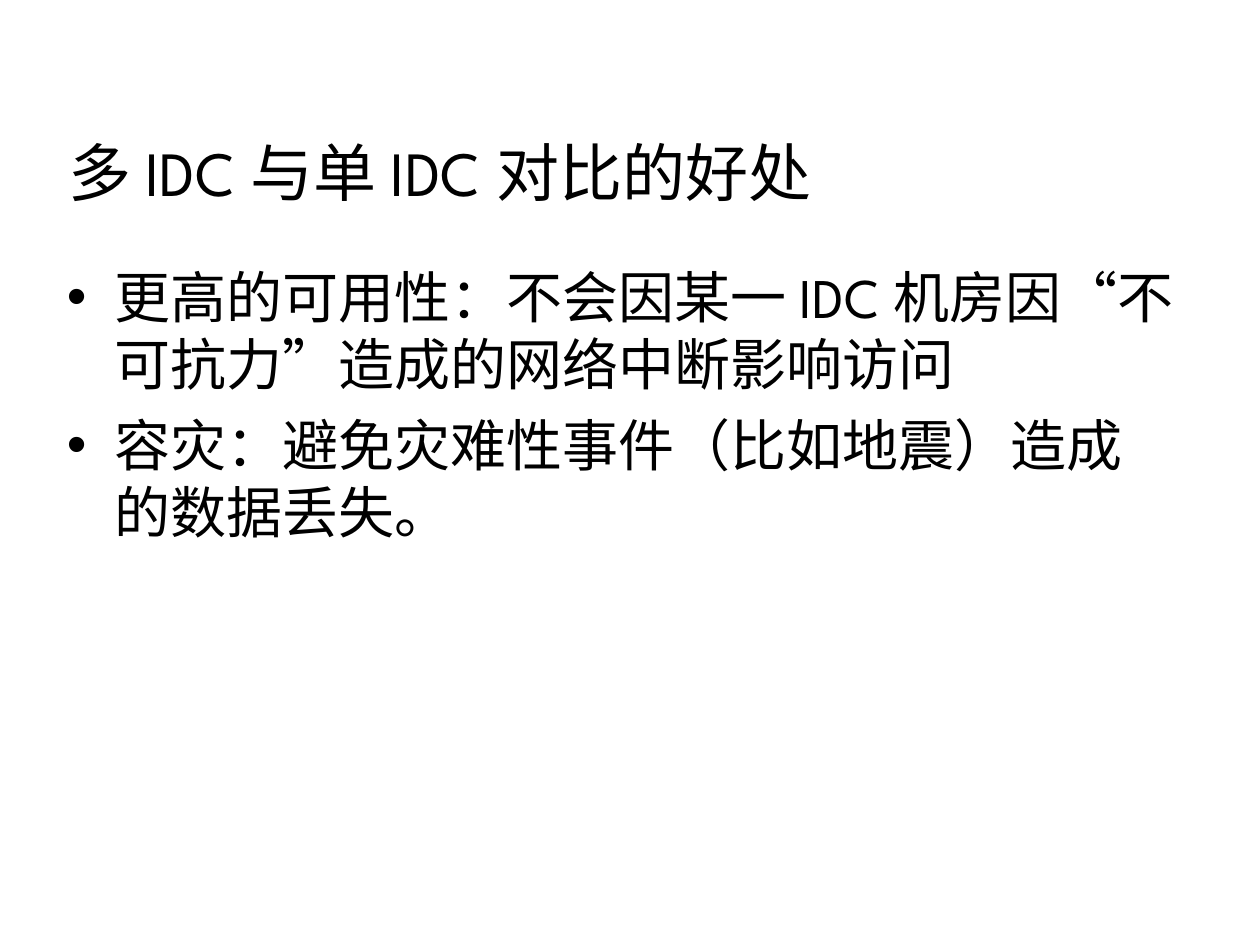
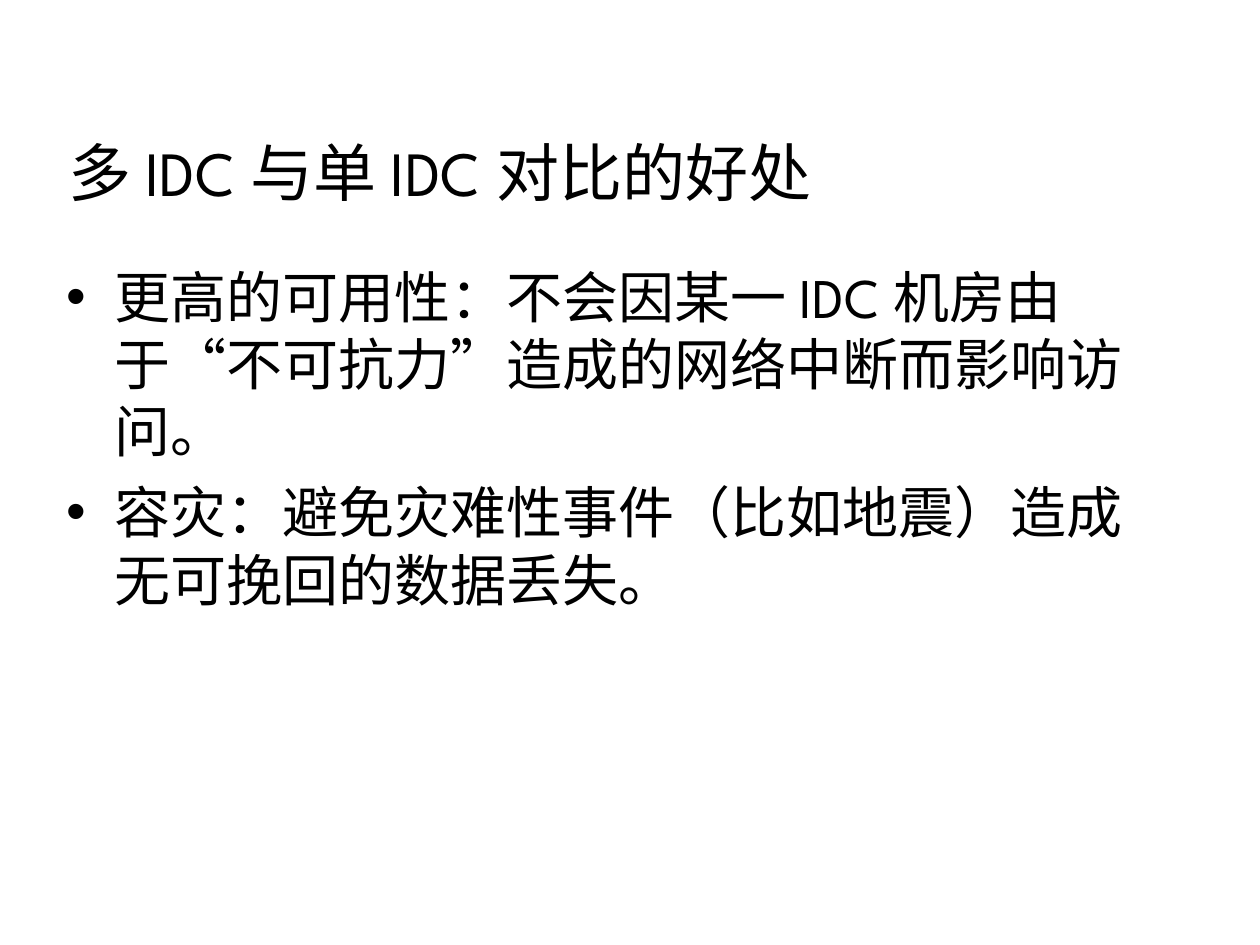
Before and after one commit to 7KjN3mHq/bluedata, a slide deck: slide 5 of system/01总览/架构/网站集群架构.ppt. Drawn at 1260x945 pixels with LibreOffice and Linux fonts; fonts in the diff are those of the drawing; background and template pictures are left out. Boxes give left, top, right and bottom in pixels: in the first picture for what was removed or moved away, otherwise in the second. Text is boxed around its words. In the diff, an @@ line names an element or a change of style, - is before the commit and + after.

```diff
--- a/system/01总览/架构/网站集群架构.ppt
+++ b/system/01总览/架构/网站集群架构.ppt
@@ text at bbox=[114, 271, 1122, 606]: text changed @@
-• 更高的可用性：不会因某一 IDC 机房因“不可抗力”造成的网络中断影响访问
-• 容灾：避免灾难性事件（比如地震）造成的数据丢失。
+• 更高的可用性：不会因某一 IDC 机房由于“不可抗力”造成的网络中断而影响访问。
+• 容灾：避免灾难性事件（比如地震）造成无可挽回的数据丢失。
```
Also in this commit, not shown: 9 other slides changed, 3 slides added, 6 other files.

----

* The task
Retype the entire listing exactly as it appears, dropping only the pictures.

* Output for this task
Before and after one commit to 7KjN3mHq/bluedata, a slide deck: slide 5 of system/01总览/架构/网站集群架构.ppt. Drawn at 1260x945 pixels with LibreOffice and Linux fonts; fonts in the diff are those of the drawing; background and template pictures are left out. Boxes give left, top, right and bottom in pixels: in the first picture for what was removed or moved away, otherwise in the second. Text is boxed around its words. In the diff, an @@ line names an element or a change of style, - is before the commit and + after.

```diff
--- a/system/01总览/架构/网站集群架构.ppt
+++ b/system/01总览/架构/网站集群架构.ppt
@@ text at bbox=[114, 271, 1122, 606]: text changed @@
-• 更高的可用性：不会因某一 IDC 机房因“不可抗力”造成的网络中断影响访问
-• 容灾：避免灾难性事件（比如地震）造成的数据丢失。
+• 更高的可用性：不会因某一 IDC 机房由于“不可抗力”造成的网络中断而影响访问。
+• 容灾：避免灾难性事件（比如地震）造成无可挽回的数据丢失。
```
Also in this commit, not shown: 9 other slides changed, 3 slides added, 6 other files.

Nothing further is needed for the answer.